予定していた数の半分になったけど、とりあえず完成した。
これから搬入だ。

いよいよ本日より個展が始まります。

ふんわりくらげパン


パン屋に転向しました。新作が焼き上がりました。

自分でも驚くくらいみるみるできていく「くらげスツール」。
普段の仕事では悩みながら苦しみながら歯ぎしりしながら作っているのに、なんなんだこのペースは。僕は実はフリーハンド向きなのか。
企画として成功するかは別として、苦がない。不思議な感覚。
こないだの話からすると、不特定の人に気持ちを伝える方が向いているのか、ただ楽なだけか。
個展とはいろいろ得るものがあるんだな。
あ、個展だと思うと気が重くなってきた。やめよう考えるのは。

やっぱり車検のないバイクで満足できるかどうかなんだよな、人生って。

「SIGNの家具展」4/28-30開催

いよいよ近付いてまいりました。初個展。
製作日誌を御覧の方はこの状況をご理解いただいているとは思いますが、たいへん差し迫っております。
どれほどのことをお見せできるか分かりませんが、とにかくやれるだけのことはやります。
日程はGWの初日からとなっておりますが、ご都合付く方はぜひご高覧くださいませ。

なお、初日28日の18時より、ささやかながらオープニングパーティーを(本当はするつもりなかったのですが、師匠が「やらなあかん」と言うので)する予定です。
余興大歓迎ですので、わいわいやりましょう。

場所:zoo second space 大阪市東成区東小橋1-18-4 tel/06-7492-7247
・JR環状線[玉造駅]東出口から南へ徒歩3分
・お車でお越しの際は、近くにコインパーキングあり

大きな地図で見る


テーブルの塗装も終わり、すかさず次の作品へ。
残された一週間で作るものは「くらげスツール」に決めた。
こないだひらめいた個展のテーマ「フリーハンド」といえば、去年の震災後茨城県笠間市で開催された陶炎祭に出品したスツールを思い出した。
被災地で開催されるイベントにいったい何を持っていけばいいのかと考えて作ったものだった。
テレビでも報道されたように、出店する作家のほとんどが震災で被害を受け、また買い物にくる人々も被災して交通手段やライフラインが寸断され食料の調達さえままならない生活を経験した人々だった。
ただ普通に買い物ができることが幸せだと、イベントに来たあるお客さんが言っていた。
そんなところに、そんな人たちに家具を作るということで自分の思いをどれだけ伝えられるのか。
とげとげしい自己主張はいらない、売る気満々の商売っけも不似合いに思われた。
気持ちがそのまま形になればと、図面も引かずただ手が動くままにと思って作ったのが「くらげ」だった。

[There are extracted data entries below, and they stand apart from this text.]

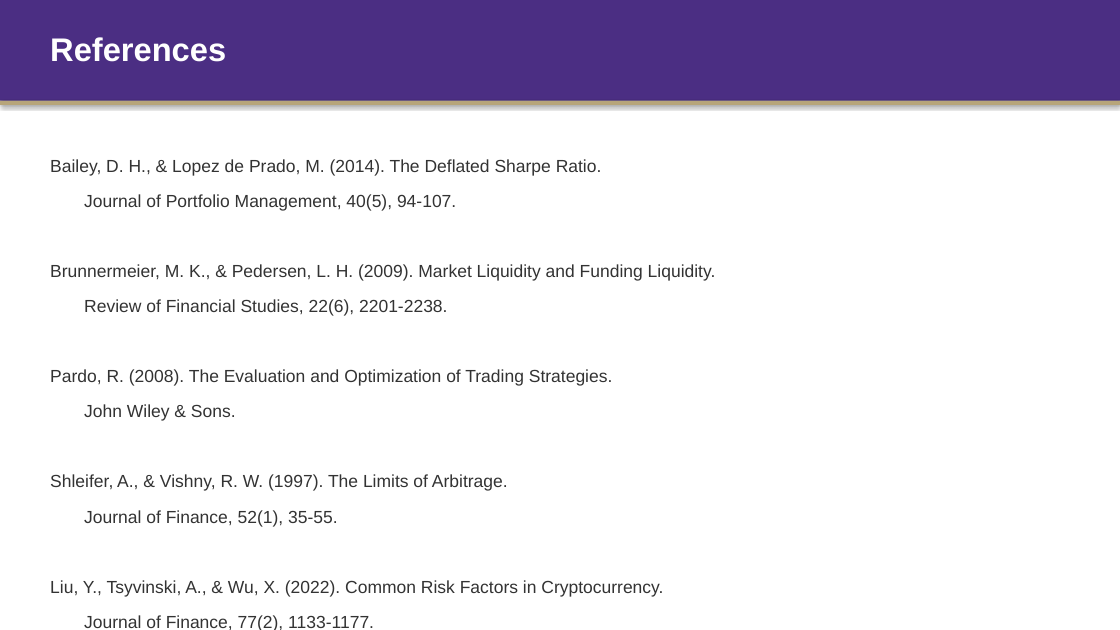
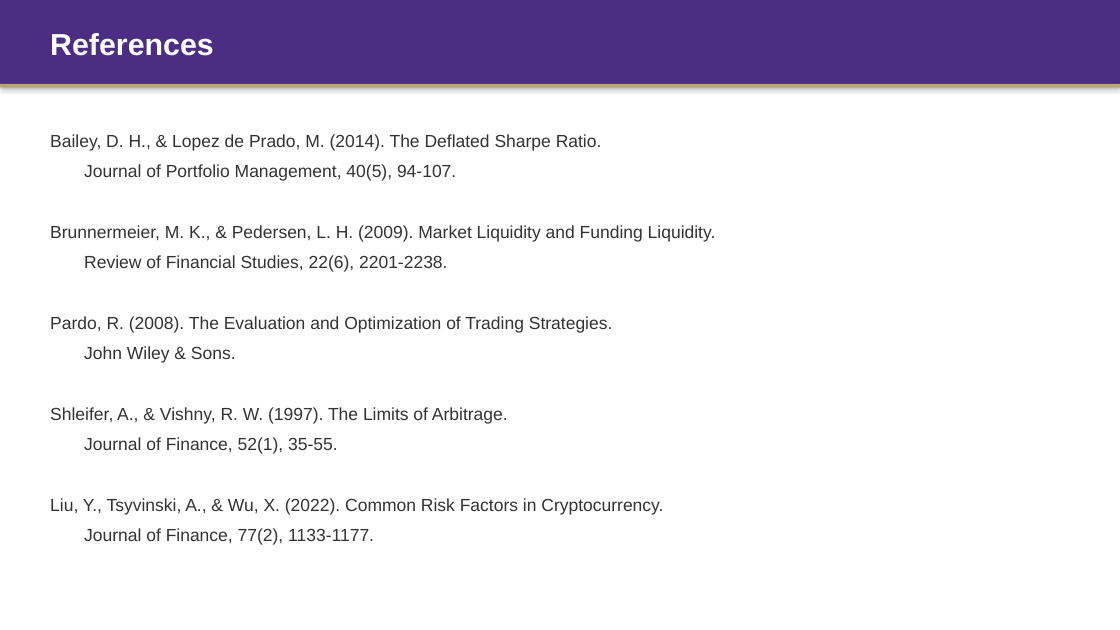
Before and after one commit to Tyche1107/Strategy-project, a slide deck: slide 15 of CFRM522_Presentation.pptx (slide 9 before the commit). Drawn at 1120x630 pixels with LibreOffice and Linux fonts; fonts in the diff are those of the drawing. Boxes give left, top, right and bottom in pixels: in the first picture for what was removed or moved away, otherwise in the second. Text is boxed around its words. In the diff, an @@ line names an element or a change of style, - is before the commit and + after.

```diff
--- a/CFRM522_Presentation.pptx
+++ b/CFRM522_Presentation.pptx
@@ rectangle: place and size @@
-rectangle at [0,0,1120,101]
+rectangle at [0,0,1120,84]
@@ text "References" at [50,33,213,56]: size 28 to 26 pt @@
@@ rectangle: place and size @@
-rectangle at [0,101,1120,105]
+rectangle at [0,84,1120,87]
@@ text "Bailey, D. H., & Lopez ...": place and size @@
-text "Bailey, D. H., & Lopez ..." at [50,159,716,630]
+text "Bailey, D. H., & Lopez ..." at [50,134,716,545]
@@ text "Bailey, D. H., & Lopez ..." at [50,134,716,545]: less space between paragraphs @@
```
Also in this commit, not shown: 1 other slide changed, 12 slides added, 6 slides removed, 2 other files.

それが個展の作品として、SIGNの家具としてふさわしいかはわからない。やってみて、理由は後付けだ。
ひらめきを信じてみる。

教室を抜け出して


テーブルは一回目の塗装までできた。けっして早くはないけど、これだけの作り込みをしてこのペースなら悪くはない。
しかしこれがこの時期、この状況でなければ。
あと一週間か。

午前中脚部の組み立てをして接着が固まるまでの時間を使って宝塚へ走る。先生に会いに。
何のために行くのか自分でも曖昧になっていた。
あまりにも強引で無茶な偶然により、会えると決まった時はいろんなことを考えた。
もう一生会えないと思っていたから。それだけのことを僕はしてきたんだと思っていたから。
謝ること、言い訳、また頼ってしまうのではないか、見栄を張りかっこつけたい。
そういったものがこの数カ月のうちに消えていった。仕事や作品制作に追われ、ドタバタしているうちに。
そういう時間が必要だったのかもしれない。だけど、会って何を話していいのかもわからなくなり、とりあえず話のネタにと教え子たちの作品を数冊持って行くことにした。
結果的にはそれらを見せることはなかった。
一緒に食事をしながら、それはとても幸せな時間だった。
恩師と写真教育について語り合う。それだけが。ほかの考えていたことなど流れ去っていたおかげで、それだけが。
先生が大学で教鞭を執ることになった経緯から、その教育方針をあらためて聞き、それに共感し、自分がしてきたことの再確認をし、裏付けを得た。こんなところにあったのかと。できることなら、教員時代に先生と話すことができたなら、あの頃の僕はどれだけ心強かっただろう。
先生とこんな話をするなんて、学生時代は想像も出来なかった。僕は先生の教え子として間違ったことをしていなかった、それがわかっただけでよかった。
でもそれがなぜ今なのかはわからない。
僕はもう写真界からは遠ざかり、木工家であり、初の個展を間近に控えている。事実上の作家デビュー。
「家具屋だけど写真のことを分かってる、それでいいじゃないか」と先生は言った。
やり続けていればその先にきっと何かある、と。
茶話会はやめるなってことか。
先生は80歳で現役。そう思えばまだまだ先は長い。
また会えると思い続けても、別れたときに終わっている物語もあり、終わったはずだと思っていても続いている物語もある。
先生は別れ際に言った。「また会おう。」
工場に戻り、作業の続きをした。


夜9時までかかって脚4本の削り出しが終わった。
これで明日少し時間が作れる。

脚部の組み立てが終わったらちょっと宝塚まで、ある写真展を見に行こうと思う。
僕の大学の恩師が主宰する写真の会のグループ展。
先生とはもう何年会ってないだろう。去年久しぶりに連絡をとってからやっと会う機会ができたのだ。
連絡をしたときには色々話したいこともあったけど、今は何を話していいかわからない。
先生の顔を見たら帰ってこよう。それでいいや。


天板の加工も終わり、面取りと仕上げ研磨まで。これで天板は完成だ。
明日から脚を作る、旋盤作業。
SIGNのオリジナルテーブルとして、旋盤の加工はぜひとも入れたいところ。さあ、回すぞ。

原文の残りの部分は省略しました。